Items from a dataset
##############################

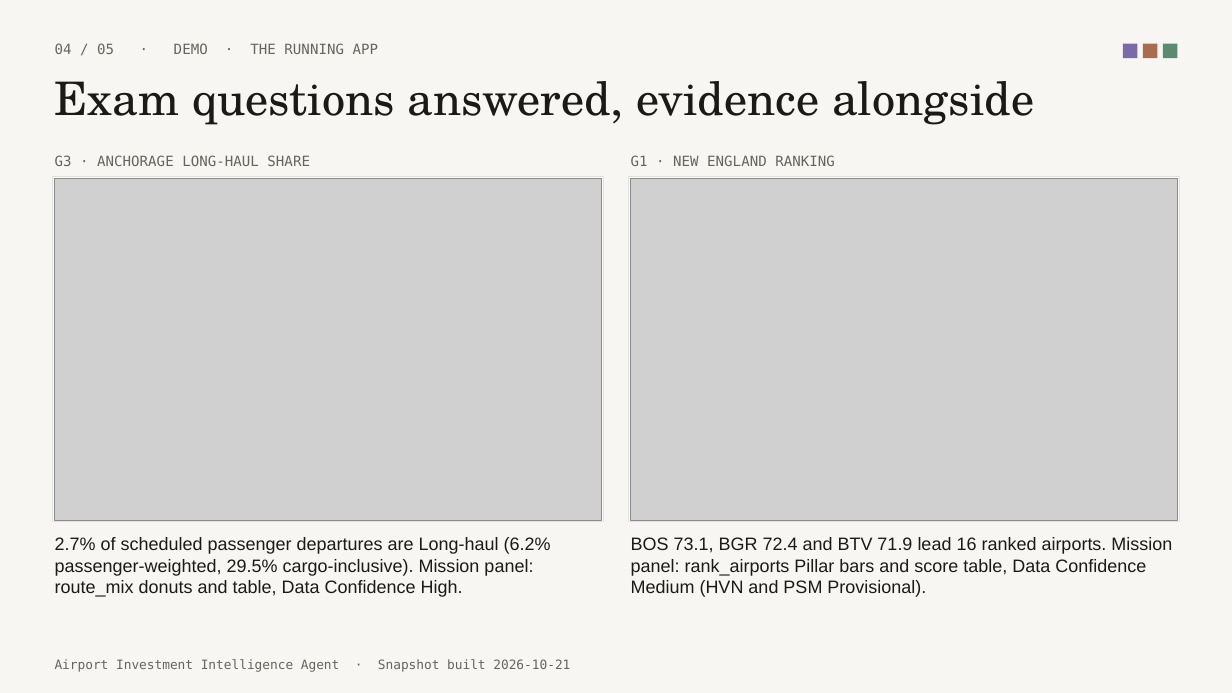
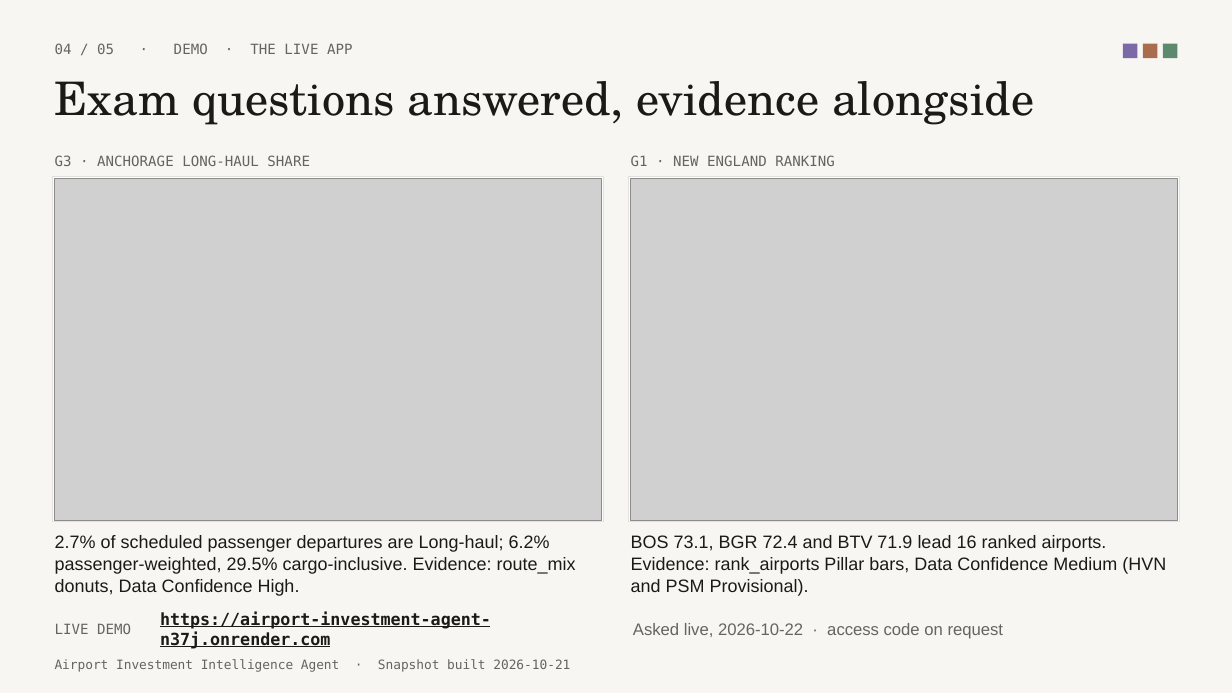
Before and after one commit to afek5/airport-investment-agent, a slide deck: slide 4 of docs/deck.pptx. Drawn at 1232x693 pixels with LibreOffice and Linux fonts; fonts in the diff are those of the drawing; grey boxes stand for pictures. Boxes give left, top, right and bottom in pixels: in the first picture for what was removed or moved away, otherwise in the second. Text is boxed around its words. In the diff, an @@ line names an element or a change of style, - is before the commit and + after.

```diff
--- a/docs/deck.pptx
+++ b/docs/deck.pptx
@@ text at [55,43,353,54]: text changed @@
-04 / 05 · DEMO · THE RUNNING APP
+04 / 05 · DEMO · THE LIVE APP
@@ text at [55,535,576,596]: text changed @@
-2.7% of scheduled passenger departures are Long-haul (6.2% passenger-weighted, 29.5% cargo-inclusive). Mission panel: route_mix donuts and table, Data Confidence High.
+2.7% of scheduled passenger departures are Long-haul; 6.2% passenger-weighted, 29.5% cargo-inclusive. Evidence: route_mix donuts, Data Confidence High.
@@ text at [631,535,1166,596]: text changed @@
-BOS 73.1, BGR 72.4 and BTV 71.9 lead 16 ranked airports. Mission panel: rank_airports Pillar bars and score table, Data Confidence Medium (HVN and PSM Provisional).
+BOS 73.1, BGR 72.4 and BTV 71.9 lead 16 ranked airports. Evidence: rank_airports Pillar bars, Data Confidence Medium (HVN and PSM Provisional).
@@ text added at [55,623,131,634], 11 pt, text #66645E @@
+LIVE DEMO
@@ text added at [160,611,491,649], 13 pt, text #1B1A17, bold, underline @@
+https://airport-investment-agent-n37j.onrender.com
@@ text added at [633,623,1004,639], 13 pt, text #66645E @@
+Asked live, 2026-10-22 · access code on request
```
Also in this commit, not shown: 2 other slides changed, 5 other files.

##############################

Among the entries above, identify all lines with "agent" and copy them.

* RESULT *
Before and after one commit to afek5/airport-investment-agent, a slide deck: slide 4 of docs/deck.pptx. Drawn at 1232x693 pixels with LibreOffice and Linux fonts; fonts in the diff are those of the drawing; grey boxes stand for pictures. Boxes give left, top, right and bottom in pixels: in the first picture for what was removed or moved away, otherwise in the second. Text is boxed around its words. In the diff, an @@ line names an element or a change of style, - is before the commit and + after.
+https://airport-investment-agent-n37j.onrender.com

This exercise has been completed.